String reboot (plain text)
elias vasylenko
eliasvasylenko at gmail.com
Mon Feb 11 11:05:09 UTC 2019
> Instead of ordering everything on the menu and immobilizing ourselves with
> excessive gluttony, let’s focus our attention on the appetizer. If we plan
> correctly, we'll have room for entrees and desserts later.
>
This is a nice philosophy, but unfortunately the choices made here may
intersect with, and thus restrict the delivery of, any future courses.

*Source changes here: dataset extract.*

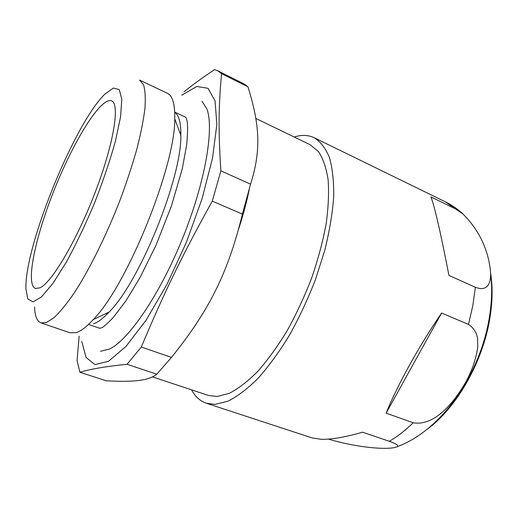 <?xml version="1.0" encoding="UTF-8"?>
<svg xmlns="http://www.w3.org/2000/svg" width="518" height="518" viewBox="0 0 518 518"><rect width="100%" height="100%" fill="white"/><g stroke="black" fill="none" stroke-linecap="round" stroke-linejoin="round"><path stroke-width="0.78" d="M427.085 429.292C455.665 408.844 482.174 363.338 489.529 320.143C492.521 302.959 492.896 287.341 490.643 273.31M468.473 324.417C473.277 327.544 476.307 332.083 477.564 338.027L477.764 347.177C475.9 359.777 471.6 371.93 464.879 383.637C453.982 402.11 434.906 426.411 413.209 422.766L386.13 413.15C397.312 385.295 418.79 346.335 441.601 313.027L468.473 324.417L472.824 305.568L475.375 287.25L448.951 275.434C440.617 232.556 434.608 206.384 430.937 196.924L455.497 208.896L462.911 213.973C482.614 233.307 489.478 256.216 490.65 273.646C490.87 282.485 487.826 292.152 475.375 287.25M191.55 389.847C195.215 396.646 200.162 401.12 206.378 403.263L312.205 437.95L321.302 439.303C331.144 439.594 344.904 437.231 362.587 432.213L389.316 441.297C395.927 443.719 398.666 445.467 397.533 446.542C391.731 449.954 363.189 448.964 330.011 439.62L328.431 439.102M206.378 403.263L215.041 404.383L227.939 401.197C237.406 396.458 247.416 388.869 257.964 378.444C268.628 366.44 279.053 352.149 289.238 335.567C299.041 317.961 307.77 299.346 315.417 279.72L324.754 250.421C329.493 231.177 332.478 213.267 333.702 196.691C333.909 181.255 332.478 168.169 329.409 157.427C325.524 148.2 320.441 141.628 314.173 137.723C308.223 134.926 301.56 134.686 294.192 137.011M202.072 101.25L206.947 109.143C214.329 128.898 205.096 182.964 182.368 238.863C159.699 294.787 128.632 339.989 109.57 349.009L100.57 351.275M93.344 323.821C97.792 322.436 103.056 318.505 109.123 312.03C139.588 281.902 181.695 178.186 180.853 135.347C181.015 122.999 178.975 115.307 174.728 112.27M41.026 322.908L70.053 332.783L76.042 332.66C80.802 331.235 86.525 326.903 93.208 319.651C126.768 286.065 175.401 166.259 174.754 118.79C175.045 104.196 172.559 95.675 167.301 93.24L139.607 80.083L143.499 84.699C145.163 90.061 145.655 97.857 144.975 108.094C143.564 119.652 140.915 133.126 137.011 148.524C132.427 164.756 126.839 181.786 120.254 199.598C106.423 235.353 89.394 269.69 74.21 292.981C66.816 303.684 60.12 311.881 54.125 317.586L46.426 322.559L41.026 322.908C37.018 321.335 34.868 316.025 34.564 306.986M104.811 94.166C74.223 123.938 24.54 246.439 25.9 288.791L27.791 298.912L33.029 301.903L41.544 296.846L52.901 283.417L66.317 262.153C75.945 244.49 85.328 224.831 94.464 203.179C103.004 181.287 109.978 160.651 115.384 141.278L120.59 116.679L121.801 99.132L119.231 89.575L113.384 88.066L104.811 94.166M40.093 287.788C52.027 282.297 77.305 239.491 95.642 191.11C114.07 142.728 120.04 103.82 111.584 100.829C101.094 96.691 74.592 139.471 55.284 187.276C35.813 235.01 24.987 284.162 35.399 288.507L40.093 287.788M152.512 376.884L208.417 395.448L217.126 396.503L229.364 393.285C238.325 388.668 247.779 381.377 257.718 371.425C267.754 360.01 277.544 346.471 287.101 330.808C296.283 314.199 304.448 296.665 311.603 278.211C317.968 259.654 322.798 241.666 326.081 224.249C328.399 207.576 329.072 192.702 328.108 179.629C326.256 167.858 323.044 158.514 318.479 151.606L310.185 144.749L255.853 118.454M238.675 228.885C243.117 215.235 246.633 202.182 249.21 189.73M79.144 336.143L77.059 360.502L79.901 372.267L106.287 380.788C119.723 381.565 130.387 381.475 138.28 380.529C146.309 379.675 152.48 377.57 156.779 374.216L171.477 357.42L141.317 347.021C163.416 294.159 182.355 254.973 212.289 201.126L220.888 170.849C218.149 129.746 218.667 104.254 221.607 73.692L217.689 70.772L214.497 69.671C202.273 77.81 192.1 85.211 183.981 91.854M221.607 73.692L247.967 86.823L243.661 83.728L217.689 70.772M247.967 86.823C259.57 124.223 261.525 149.851 250.557 184.155L220.888 170.849M212.289 201.126L242.405 214.115L250.557 184.155M242.405 214.115C227.868 273.543 208.961 310.768 171.477 357.42M81.76 341.44L86.046 357.42L95.027 364.588L108.566 361.247L126.023 346.374L146.128 320.156L166.997 284.337L186.383 242.307L202.111 198.588L212.535 157.971L216.835 124.527L215.087 100.932L208.048 88.313L196.859 86.467L181.727 95.189M79.901 372.267C90.475 369.049 106.19 366.388 127.059 364.284L141.317 347.021M127.059 364.284L156.779 374.216M441.601 313.027L386.13 413.15M389.316 441.297C397.293 436.713 405.257 430.529 413.209 422.766M455.497 208.896L445.37 201.832C451.735 204.947 457.582 208.994 462.911 213.96M490.669 273.64C492.307 287.755 491.86 302.473 489.309 317.793C480.108 374.281 441.912 430.108 397.539 446.548M445.37 201.832L314.173 137.723M174.721 112.121L185.366 117.094C186.007 117.191 186.629 118.771 187.225 121.834C187.866 126.936 187.665 134.738 186.622 145.241L182.206 168.978L171.393 206.093L155.892 245.48L140.164 277.318L125.893 300.887L113.345 317.398C107.99 323.025 104.163 326.476 101.858 327.752L99.637 328.27L88.539 324.417M180.853 135.347L174.754 118.79M109.123 312.03L93.208 319.651M180.873 132.608L179.636 132.038M107.226 314.012L105.944 313.552"/></g></svg>

You're going to fill the table up, so to speak, and there will be no more
room. I think this is one of the few situations where the entire meal needs
to be served all in one go.
I agree with your goal statement, but there are assumptions about escaping
which I don't think bear out. And I realise I've said most of this before
on this list and I hate to sound like a broken record, but this choice can
only be made once.
• Either escaping is on or is off (raw), so we need a way to flag a
> string as being escaped. We could have an option to turn escaping on/off
> within a string, but it has been hard to come up with examples where this
> might be required.
>
You reference Swift a few times, so you're probably aware that they still
do still support escaping in raw strings. Escaping is not off, the escape
marker is just changed to avoid collisions. (Where by "escape marker" I
mean the prefix of an escape sequence, normally a single backslash.)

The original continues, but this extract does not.